I got to 5th gup blue belt in TSD. My last form was Pyung ahn sam dan. I moved on the day of my brown belt test, so I never tested for it  

I miss TSD.

Feel free to send a private message so we can talk TSD.

Laurie


----------



## Shinzu (Apr 2, 2002)

hey laurie 

pyung ahn samdan = hein sandan i shotokan.  you shouldnt have any trouble switching styles.

if you want to email me you can get it off my profile.  im always up for TSD chat


----------



## arnisador (Apr 2, 2002)

> _Originally posted by Shinzu _
> 
> * im always up for TSD chat  *



Don't forget that we have an entire Tang Soo Do forum  here!


----------



## karatekid1975 (Apr 2, 2002)

Oh yea. I forgot :shrug:  Sorry.


----------



## arnisador (Apr 3, 2002)

> _Originally posted by karatekid1975 _
> 
> *Oh yea.
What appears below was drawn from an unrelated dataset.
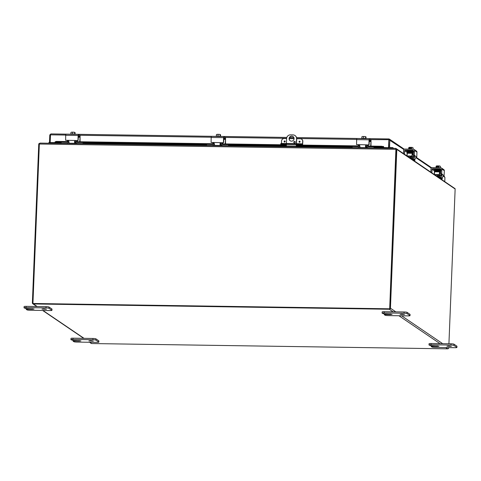 <?xml version="1.0" encoding="UTF-8"?>
<svg xmlns="http://www.w3.org/2000/svg" width="481" height="481" viewBox="0 0 481 481"><rect width="100%" height="100%" fill="white"/><g stroke="black" fill="none" stroke-linecap="round" stroke-linejoin="round"><path stroke-width="0.72" d="M437.187 345.881L437.163 346.428L438.955 346.23L431.337 345.773L429.058 345.051A2.537 0.319 2.3 0 1 429.01 344.985A2.537 0.319 2.3 0 1 431.054 344.757L450.95 345.051A2.537 0.319 2.3 0 1 453.92 345.424L456.854 347.408A2.537 0.319 2.3 0 1 456.902 347.474A2.537 0.319 2.3 0 1 454.852 347.703L434.962 347.408A2.537 0.319 2.3 0 1 431.986 347.041L431.168 346.47L432.191 346.356L432.215 345.785M456.902 347.474L456.95 346.218A2.537 0.319 -177.7 0 0 456.902 346.152L453.974 344.168A2.537 0.319 -177.7 0 0 450.998 343.795L431.102 343.5A2.537 0.319 -177.7 0 0 429.058 343.729L429.01 344.985M448.743 346.031L451.388 346.41L446.951 346.236L448.743 346.031M437.163 346.428L432.191 346.356M390.301 314.063L390.283 314.61L392.075 314.406L384.451 313.955L382.173 313.233A2.537 0.319 2.3 0 1 382.124 313.167A2.537 0.319 2.3 0 1 384.169 312.939L404.064 313.233A2.537 0.319 2.3 0 1 407.04 313.6L409.968 315.59A2.537 0.319 2.3 0 1 410.016 315.656A2.537 0.319 2.3 0 1 407.972 315.885L388.077 315.59A2.537 0.319 2.3 0 1 385.101 315.223L384.283 314.652L385.305 314.532L385.329 313.967M410.016 315.656L410.065 314.4A2.537 0.319 -177.7 0 0 410.016 314.333L407.088 312.343A2.537 0.319 -177.7 0 0 404.112 311.977L384.223 311.682A2.537 0.319 -177.7 0 0 382.173 311.91L382.124 313.167M401.857 314.213L404.503 314.592L400.066 314.412L401.857 314.213M390.283 314.61L385.305 314.532M79.112 340.554L79.088 341.101L80.886 340.903L73.262 340.446L70.984 339.724A2.537 0.319 2.3 0 1 70.935 339.658A2.537 0.319 2.3 0 1 72.98 339.43L92.875 339.724A2.537 0.319 2.3 0 1 95.845 340.097L98.779 342.081A2.537 0.319 2.3 0 1 98.827 342.147A2.537 0.319 2.3 0 1 96.777 342.376L76.888 342.081A2.537 0.319 2.3 0 1 73.912 341.714L73.094 341.143L74.116 341.029L74.14 340.458M98.827 342.147L98.876 340.891A2.537 0.319 -177.7 0 0 98.827 340.825L95.899 338.834A2.537 0.319 -177.7 0 0 92.923 338.468L73.028 338.173A2.537 0.319 -177.7 0 0 70.984 338.402L70.935 339.658M90.668 340.704L93.314 341.083L88.877 340.909L90.668 340.704M79.088 341.101L74.116 341.029M32.227 308.736L32.209 309.283L34.001 309.079L26.377 308.628L24.098 307.906A2.537 0.319 2.3 0 1 24.05 307.84A2.537 0.319 2.3 0 1 26.094 307.612L45.99 307.906A2.537 0.319 2.3 0 1 48.966 308.273L51.894 310.263A2.537 0.319 2.3 0 1 51.942 310.329A2.537 0.319 2.3 0 1 49.898 310.558L30.002 310.263A2.537 0.319 2.3 0 1 27.026 309.89L26.208 309.325L27.237 309.205L27.255 308.64M51.942 310.329L51.99 309.073A2.537 0.319 -177.7 0 0 51.942 309.006L49.014 307.016A2.537 0.319 -177.7 0 0 46.038 306.65L26.148 306.355A2.537 0.319 -177.7 0 0 24.098 306.583L24.05 307.84M43.783 308.886L46.435 309.265L41.991 309.085L43.783 308.886M32.209 309.283L27.237 309.205M286.375 144.414L286.339 146.759M296.29 146.909L296.32 144.571M296.362 143.651L296.561 138.72A3.806 3.698 124.2 0 0 292.977 134.896L290.494 134.86A3.806 3.698 124.2 0 0 286.61 138.576L286.411 143.506M294.071 138.684A2.537 2.465 124.2 0 1 290.163 140.747A2.537 2.465 124.2 0 1 289.544 137.259A2.537 2.465 124.2 0 1 294.071 138.684L289.249 138.606M293.771 142.142A0.794 0.77 124.2 0 1 294.991 141.498A0.794 0.77 124.2 0 1 295.19 142.586A0.794 0.77 124.2 0 1 293.771 142.142M296.47 144.583L296.735 146.915M296.561 138.72L296.705 138.817A3.806 3.698 -55.8 0 0 295.033 135.57M296.705 138.817L296.506 143.657M295.063 141.546A0.794 0.77 -55.8 0 0 294.18 142.851M293.079 136.598A2.537 2.465 -55.8 0 0 289.688 137.362A2.537 2.465 -55.8 0 0 290.235 140.795M389.538 308.796L32.936 303.487L39.358 143.777L40.121 143.097L395.61 148.382L395.959 149.08L389.682 308.892L395.935 148.431L455.104 188.684A1.07 1.04 124.2 0 1 455.14 189.009L448.923 343.765M55.207 142.749L55.183 143.32M385.395 148.232L385.419 147.661M385.564 147.661L385.54 148.232M32.936 303.487L389.682 308.892M39.346 143.963L38.811 143.783L39.953 143.14M395.707 148.467L396.789 149.11L396.079 149.32A0.319 0.307 124.2 0 1 396.085 149.417L389.712 308.207M54.341 143.308L54.365 142.731M55.099 142.743L55.074 143.32M386.556 147.673L386.532 148.25M385.798 148.238L385.822 147.667M38.811 143.783A1.07 1.04 -55.8 0 0 38.751 144.102L32.371 302.892A1.07 1.04 -55.8 0 0 33.375 303.962L389.357 309.259A1.07 1.04 -55.8 0 0 390.446 308.219L396.825 149.429A1.07 1.04 -55.8 0 0 396.789 149.11M448.773 347.613L448.761 347.793A1.07 1.04 124.2 0 1 447.673 348.839L91.691 343.542A1.07 1.04 124.2 0 1 91.137 343.368L89.52 342.268M284.626 142.045A0.559 0.541 124.2 0 1 284.199 141.186A0.559 0.541 124.2 0 1 285.167 141.654A0.559 0.541 124.2 0 1 284.626 142.045M299.543 142.268A0.559 0.541 124.2 0 1 299.116 141.408A0.559 0.541 124.2 0 1 300.084 141.877A0.559 0.541 124.2 0 1 299.543 142.268M281.457 143.494L281.553 141.005A2.537 2.465 124.2 0 1 284.145 138.528L286.61 138.57M302.315 145.07L301.954 144.059A2.537 0.319 -177.7 0 0 298.978 143.693L282.816 143.452A2.537 0.319 -177.7 0 0 280.772 143.681L280.742 144.426A2.537 0.319 2.3 0 0 280.79 144.492L281.181 144.757M296.705 138.72L300.306 138.768A2.537 2.465 124.2 0 1 302.693 141.324L302.838 141.42A2.537 2.465 -55.8 0 0 301.701 139.237M302.838 141.42L302.561 145.076M301.954 144.059L302.459 144.396L302.693 141.324M298.978 143.693L298.948 144.438A2.537 0.319 2.3 0 1 301.924 144.805M298.948 144.438L282.786 144.198L282.816 143.452M280.742 144.426A2.537 0.319 2.3 0 1 282.786 144.198M286.363 144.799L285.173 144.559L286.454 144.414L295.773 144.553L297.661 144.823L296.458 144.967M49.483 142.532L48.942 142.496L48.785 143.224M55.159 142.568L56.247 142.129L56.301 141.408L55.087 141.847L55.032 142.562L61.021 142.659M56.301 141.408L68.031 141.582M74.735 141.685L75.433 141.697M77.249 141.721L213.498 143.747M220.202 143.849L220.899 143.861M222.715 143.885L286.357 144.835M296.452 144.985L358.964 145.911M365.674 146.014L366.366 146.026M368.181 146.05L381.728 146.254L381.673 146.97L383.441 147.451L383.495 146.735L381.728 146.254M375.024 147.33L383.441 147.451L383.585 146.477L383.688 147.631L388.66 147.709L383.543 147.535M392.785 148.34L392.682 147.607L390.915 147.649L390.999 148.316L390.897 147.655A0.319 0.307 124.2 0 1 390.542 147.336L391.005 147.649M392.682 147.607L393.789 148.358M55.141 141.829L55.778 141.6M56.247 142.129L61.051 142.196M75.156 142.406L75.764 142.418M83.363 142.532L206.517 144.36M220.623 144.571L221.236 144.583M228.836 144.697L286.333 145.551M296.428 145.701L351.984 146.525L351.93 147.583L352.218 146.507L352.158 147.739M366.089 146.735L366.702 146.747M374.302 146.861L381.673 146.97M389.634 148.298L388.792 147.721L389.526 147.733L389.838 139.995L388.87 138.943L388.516 147.607M403.92 149.555L388.84 139.688L388.792 147.721M390.506 148.31L390.542 147.336M443.891 176.286L444.937 177.387L444.775 181.379M390.368 148.304L389.526 147.733M383.585 146.477L382.491 146.458M55.279 142.616L50.162 142.574L50.517 134.572M370.647 139.598L388.84 139.688L388.66 147.709M55.129 142.647L50.162 142.574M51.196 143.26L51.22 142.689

I forgot :shrug:  Sorry. *



No worries!


----------



## Dim Mak (Nov 6, 2002)

Tang Soo Do was one of the generic names used to describe the karate and chuan-fa taught in Korea following WWII.  They also used "Kong Soo Do."

    There were five major schools of "Tang Soo Do" or "Kong Soo Do," following WWII:

       1. Chi Do Kwan
       2. Chang Moo Kwan
       3. Moo Do Kwan
       4. Song Moo Kwan
       5. Chung Do Kwan


   Sometime later, to gain soom national prestige from their history, someone in Korea decided to call their art Subak Do, which refers to the art practiced by the Hwarang-do "Flowering Youth" from the Silla Dynasty.  It may have been Hwang Kee that re-used that name.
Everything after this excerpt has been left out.